Scrutineering
Jonathan Keates
The Moment of 'Scrutiny' Francis mulhem (NLB £11.75) One of the most surprising aspects of last Year's posthumous tributes to F.R. Leavis was their sheer magnanimity, reaching far beyond the decent humbug of 'De mortuis' to suggest that in death, if not in life, he had finally achieved the heroic posture of Critic Agonistes for which he always seemed to crave. A number of people whose apparent frivolity might have drawn Leavisite fire, and several who had actually come under attack, solemnly acknowledged his influence on their development. Thus it was Positively refreshing to find one who, with Cheerfully apposite malice, compared his effect to that of 'worn lino on the floor of a January bathroom'. Few others, it seemed, were ready to be anything but adoringly Platitudinous , and happy reminiscence of packed lecture halls, the open-necked shirt and the bicycle clips, obscured memories of the grizzled literary mastiff raring for another tussle with the enemies of 'rootedness' and 'centrality'. In view of these grovelling obsequies it is equally odd to realize just how genuine, When Scrutiny folded during the autumn of 1953, were Leavis's convictions of failure. 'I am beaten' he wrote to Storm Jameson.
'The immediate cause of death is the impossibility of holding anything like an adequate collaborating team in the field. But the radical cause is my utter defeat at Cambridge.' So, indeed, it must have looked, though we were to hear a good deal more about that defeat during the next two decades. Graceless and unco-operative, his more distinguished targets, Eliot, Auden and Forster had popped up again to become classics, destined, ironically enough, to be dissected by 'A' level sixth-formers in a manner absorbed directly from Cambridge. But where, meanwhile, were their appointed challengers, Ronald Bottrall, C.H. Peacock and Richard Eberhart? What had happened to the 'sense of community'? Was there only David Holbrook left to diffuse the truths of 'The Wheelwright's Shop'?
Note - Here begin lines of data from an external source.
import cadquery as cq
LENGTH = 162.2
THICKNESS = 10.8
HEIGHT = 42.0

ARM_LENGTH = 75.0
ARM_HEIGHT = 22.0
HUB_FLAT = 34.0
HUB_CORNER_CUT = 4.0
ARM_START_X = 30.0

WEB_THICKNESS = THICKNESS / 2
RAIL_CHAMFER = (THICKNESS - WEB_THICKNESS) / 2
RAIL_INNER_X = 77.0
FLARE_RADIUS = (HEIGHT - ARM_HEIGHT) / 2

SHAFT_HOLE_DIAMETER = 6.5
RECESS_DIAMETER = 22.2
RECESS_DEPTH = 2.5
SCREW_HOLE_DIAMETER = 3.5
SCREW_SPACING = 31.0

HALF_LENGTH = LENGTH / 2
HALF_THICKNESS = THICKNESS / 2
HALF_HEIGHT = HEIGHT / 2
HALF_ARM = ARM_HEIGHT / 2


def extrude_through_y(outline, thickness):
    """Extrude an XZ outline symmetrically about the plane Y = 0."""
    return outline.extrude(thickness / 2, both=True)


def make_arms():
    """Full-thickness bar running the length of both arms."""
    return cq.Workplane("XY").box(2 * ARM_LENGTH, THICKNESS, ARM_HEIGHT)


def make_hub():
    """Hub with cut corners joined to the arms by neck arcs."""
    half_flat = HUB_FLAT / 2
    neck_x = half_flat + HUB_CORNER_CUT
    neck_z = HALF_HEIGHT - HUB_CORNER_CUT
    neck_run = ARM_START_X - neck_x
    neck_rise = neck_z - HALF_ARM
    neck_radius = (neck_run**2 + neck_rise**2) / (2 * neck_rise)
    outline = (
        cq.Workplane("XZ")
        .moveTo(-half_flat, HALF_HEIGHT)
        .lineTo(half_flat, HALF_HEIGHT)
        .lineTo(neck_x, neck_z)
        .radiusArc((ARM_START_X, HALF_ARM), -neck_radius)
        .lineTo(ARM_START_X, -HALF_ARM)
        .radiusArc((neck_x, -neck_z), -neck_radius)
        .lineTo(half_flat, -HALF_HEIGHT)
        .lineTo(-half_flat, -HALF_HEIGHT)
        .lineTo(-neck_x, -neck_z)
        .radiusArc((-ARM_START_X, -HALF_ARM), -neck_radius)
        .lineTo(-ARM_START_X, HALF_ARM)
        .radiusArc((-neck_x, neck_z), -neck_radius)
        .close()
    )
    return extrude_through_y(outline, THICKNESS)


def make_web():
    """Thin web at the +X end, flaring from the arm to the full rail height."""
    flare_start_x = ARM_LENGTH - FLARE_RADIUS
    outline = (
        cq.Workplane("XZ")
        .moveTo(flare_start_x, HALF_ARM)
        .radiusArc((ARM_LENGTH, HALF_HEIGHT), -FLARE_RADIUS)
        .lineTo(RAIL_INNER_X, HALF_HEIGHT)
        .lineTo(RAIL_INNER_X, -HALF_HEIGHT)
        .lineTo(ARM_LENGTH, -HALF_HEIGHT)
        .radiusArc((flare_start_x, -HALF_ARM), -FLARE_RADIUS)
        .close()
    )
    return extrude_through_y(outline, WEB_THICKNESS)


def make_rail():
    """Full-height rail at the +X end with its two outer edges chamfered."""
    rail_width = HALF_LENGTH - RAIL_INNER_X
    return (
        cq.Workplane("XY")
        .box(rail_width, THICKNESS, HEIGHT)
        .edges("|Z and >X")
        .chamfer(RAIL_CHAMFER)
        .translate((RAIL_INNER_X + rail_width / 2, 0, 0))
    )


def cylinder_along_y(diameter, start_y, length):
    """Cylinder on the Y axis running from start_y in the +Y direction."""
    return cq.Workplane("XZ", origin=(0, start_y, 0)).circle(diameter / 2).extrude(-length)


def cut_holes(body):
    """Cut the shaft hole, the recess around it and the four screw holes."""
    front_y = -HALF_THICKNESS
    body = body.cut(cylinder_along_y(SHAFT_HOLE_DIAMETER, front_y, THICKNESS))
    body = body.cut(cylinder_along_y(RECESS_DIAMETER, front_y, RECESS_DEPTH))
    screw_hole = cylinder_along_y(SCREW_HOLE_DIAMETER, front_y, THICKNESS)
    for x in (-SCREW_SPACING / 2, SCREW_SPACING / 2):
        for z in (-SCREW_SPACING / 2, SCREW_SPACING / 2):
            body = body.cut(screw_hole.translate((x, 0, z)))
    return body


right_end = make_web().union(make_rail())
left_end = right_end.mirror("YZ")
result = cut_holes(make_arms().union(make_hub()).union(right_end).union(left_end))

The pervasive effect of Scrutiny, as Francis Mulhern's densely textured and magnificently handled survey makes clear, had little to do with its arrogant assumptions of critical authority. Whatever was most easily dated and tendentious in its approach — the appeal, for example, to the idea of a preindustrial organic community — arose from good old Jaeger-knickerbockered, morrisdancing Fabianism as much as from the sharpened imaginations of English lecturers seeking to 'place' Wyatt, Dunbar or Jonson. A pure product of its university, 'the trium phant justifying achievement of the English Tripos' as Leavis proudly claimed, it retained to the last that typically Cambridge sense of urgency and purpose so unattractive to an Oxford view but wholly compel ling, in a contemporary context, to jaundiced readers of The London Me. cury, F.L. Lucas and Arthur Quiller-Couch. No wonder that the inaugural issue (pioneered, as Mlilhern reminds us, not by Leavis himself but by L.C. Knights) sold out within months.
The focus of critical attention changed with the decades, throwing up contributors such as John Speirs on Chaucer, Derek Traversi and Muriel Bradbrook of Jacobean drama or Wilfred Mellers on music, whose clarity and precision of address gives their work better currency than most of their editor's more arid excursions. Like the crew of some ambitious, intrepid privateer, they tacked about from 17th-century poetry to the French classics, late Shakespeare and American fiction, casting the odd shot across the bows of 'Mr T.S. Eliot' and firing well-merited broadsides into the Bloomsburyites,the Sitwells or the Oxford English School.
If their aim was not always well-judged, their unquestionable sincerity of intention and their dogged single-mindedness created a permanent shift in critical perspective. This refinement of analysis is now so readily accepted in places where English is taught that it comes almost as a shock to find one's own pupils settling down to tackle an exam question in instinctive adoption of the Scrutiny style of detailed verbal anatomizing. Leavis's manful advocacy of Lawrence, what is more, has brought the intolerable Rainbow onto the GCE set book lists and made its author into almost the only dead English novelist ideologically acceptable to the pedagogic Left.
Despite its postwar loss of nerve, its uneasy attempts to distinguish between 'explanation' and 'recognition' or 'culture' and 'civilization', its vague summons to some form of unspecified critical consensus, its alloy of scorn and pomposity with moments of sheer fatheadedness (such as Marius Bewley's gleeful conclusion that `it may just be possible to show that, after all, Bryon does "belong" ') Scrutiny fulfilled the function, implicit in its title, of a ruthless, high-minded, though often withering cultural inspector. While Mulhern's aim, as a Marxist critic, has been largely to clarify the magazine's role in challenging the validity of 'a discourse whose foremost general culture function is the repression of politics', he has chronicled its fortunes with moderation and commendable awareness to the variety of its interests, sensitive alike to achievements and shortcomings. As a pathological Oxonian, I find Leavis turgid, inexact, smug, methodistical and bullying. Reading this book, however, makes it impossible to imagine what English culture would have been like without him.